ويعلم مسـتقرها ومسـتودعها كل فى كـل
كـتاب مّبــين.
HADIRIN JAMAAH JUM’AH RAHIMAKUMULLAH
Dalam kesempatan yang baik ini, marilah kita senantiasa
meningkatkan ketaqwaan kita kepada Allah SWT. dengan cara melatih pengendalian
diri kita sendiri, lingkungan dan kemudian masyarakat dari kecenderungan hawa
nafsu ke arah negatif. Sehingga kita dapat memenuhi tugas hidup kita sebagai
“KHOIRO UMMAH” dalam rangka melaksanakan segala perintah Allah Azza Wa Jalla,
menjauhi larangan – Nya dan senantiasa ta’at kepada Rasulullah SAW. mengikuti
jejak hidup dan petunjuknya.
HADIRIN JAMAAH JUM’AH YANG DIMULIAKAN ALLAH
Pandangan orang tentang arti hidup selalu berbeda.
Pertanyaan seperti; untuk apa hidup bagi manusia, selalu berbeda jawabannya.
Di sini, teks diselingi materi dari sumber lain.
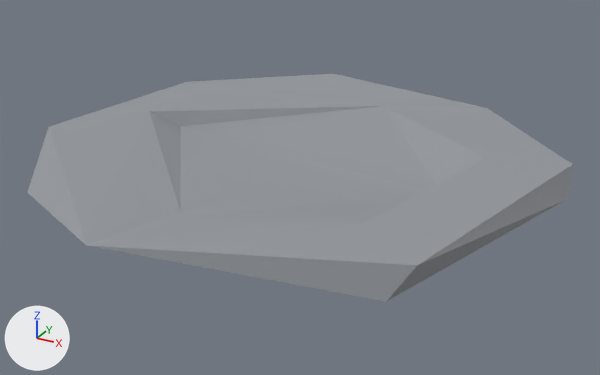
Before and after pictures for a commit that changed the glTF model s2/models/train_interior/tiny_plate.glb.
The view is the same before and after, from a 50 mm lens placed at (0.0888, -0.1588, 0.0842), pointed at (0.0017, -0.0004, 0.0049). Arrows for +X, +Y and +Z are at lower left; the lights stay in place. The first picture is the older version. Vertices at exactly the same position are counted once.

Objects in the first picture: 'tiny_plate'.
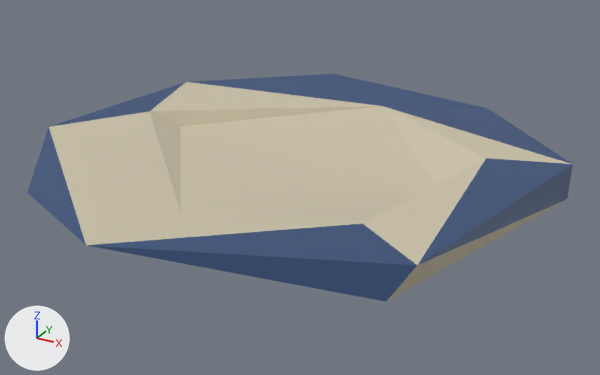
Pixel boxes [x1, y1, x2, y2] of what changed, in the pictures (600 x 375 px):
part 1 of me_tiny_plate, recoloured: [49, 82, 570, 301] in both
part 2 of me_tiny_plate, recoloured (grey to dark blue): [27, 74, 573, 302] in both

The change, as a list of edits to the scene's bpy script:
```text
Change me_tiny_plate:
    where me_tiny_plate.from_pydata(...)  # 23 vertices, 42 faces; spans x -0.06..0.06, y -0.06..0.06, z 0.0..0.015
    used by ob_tiny_plate; location = (0.0, 0.0, 0.0)
    me_tiny_plate part 1: 29 faces centred in x -0.0552..0.0494, y -0.045..0.0519, z 0.0002..0.015 are repainted in the vertex colours; the middle colour goes from grey #95999e to beige #cec5ab
    me_tiny_plate part 2: 13 faces centred in x -0.0575..0.0552, y -0.0476..0.0581, z 0.0122..0.015 are repainted in the vertex colours; the middle colour goes from grey #95999e to dark blue #364f78
```

Bagi umat Islam, hidup bukanlah swekedar untuk hidup. Hidup (di dunia) bukanlah
tujuan. Hidup dan kehidupan manusia merupakan proses dan tahapan yang akan
berakhir di dunia dengan datangnya kematian. Sebagai proses, kita menyadari
bahwa; hidup tentu memerlukan berbagai sarana. Sarana yang paling mendasar
secara fisik adalah aspek kesehatan dan aspek ekonomi. Perbedaan hidup manusia
dengan hidup yang dialami oleh makhluk lain, hanyalah terletak pada nilai dan
makna. Sedangkan nilai dan makna hidup manusia ditentukan oleh aspek spiritual.
Hal ini tersirat dalam firman Allah Ta’alaa yang berbicara tentang “etos kerja”
Qur’an Surat; Al Jumu’ah ayat 9 :
فإذاقضيت الصلاة فانتشروا فى الارض وابتغوا من
فضل الله واذكروا الله كثيرا لعلّكم تفلحون .
(الجمعة : 9)
Artinya : “Maka, apabila telah ditunaikan sembahyang,
bertebaranlah kamu di muka bumi; dan carilah karunia Allah dan ingatlah kepada
Allah banyak-banyak, supaya kamu beruntung.”
Esensi makna yang terkandung di dalam ayat di atas,
tersirat adanya kecenderungan pada titik tekan ikhtiyar, usaha dan bekerja yang
sama sekali tidak mengesampingkan aspek-aspek spiritual sebagai pengendalian
“nilai dan makna hidup”, bagi manusia.
Model pembangunan yang difokuskan pada pertumbuhan dan
pemerataan ekonomi, tampaknya cenderung memisahkan atau mengasingkan aspek
spiritual tadi. Alienasi antara keduanya tercermin pada gerakan dan pelembagaan
agama yang tidak menyatu dengan aktifitas pelembagaan ekonomi. Keadaan seperti
ini akan mengacu pada pembentukan nilai dan norma ekonomis. Ini berarti bahwa;
ekonomi merupakan sistem nilai tersendiri. Akibatnya, gerakan ekonomi
berhadapan secara diametral/terpisah dengan sistem nilai spiritual. Pada
gilirannnya gerakan ekonomi berjalan bebas tanpa spiritualitas dan meluncurkan
sikap kompetitif yang bila tidak dikontrol oleh apek spiritual
(nilai-nilai rohania, moralitas dan kejiwaan) akan cenderung ke arah
pembentukan atau terbangunnya faham individualisme, materialisme dan
konsumerismenya yang pada akhirnya tercipta budaya “Hedonisme” yaitu ‘pandangan
hidup yang menganggap bahwa kesenangan dan kenikmatan materi adalah tujuan
utama dalam hidup.’ Dan yang jelas faham dan budaya semacam ini bertentangan
keras dengan “Etika berekonomi” dan moralitas dalam Islam.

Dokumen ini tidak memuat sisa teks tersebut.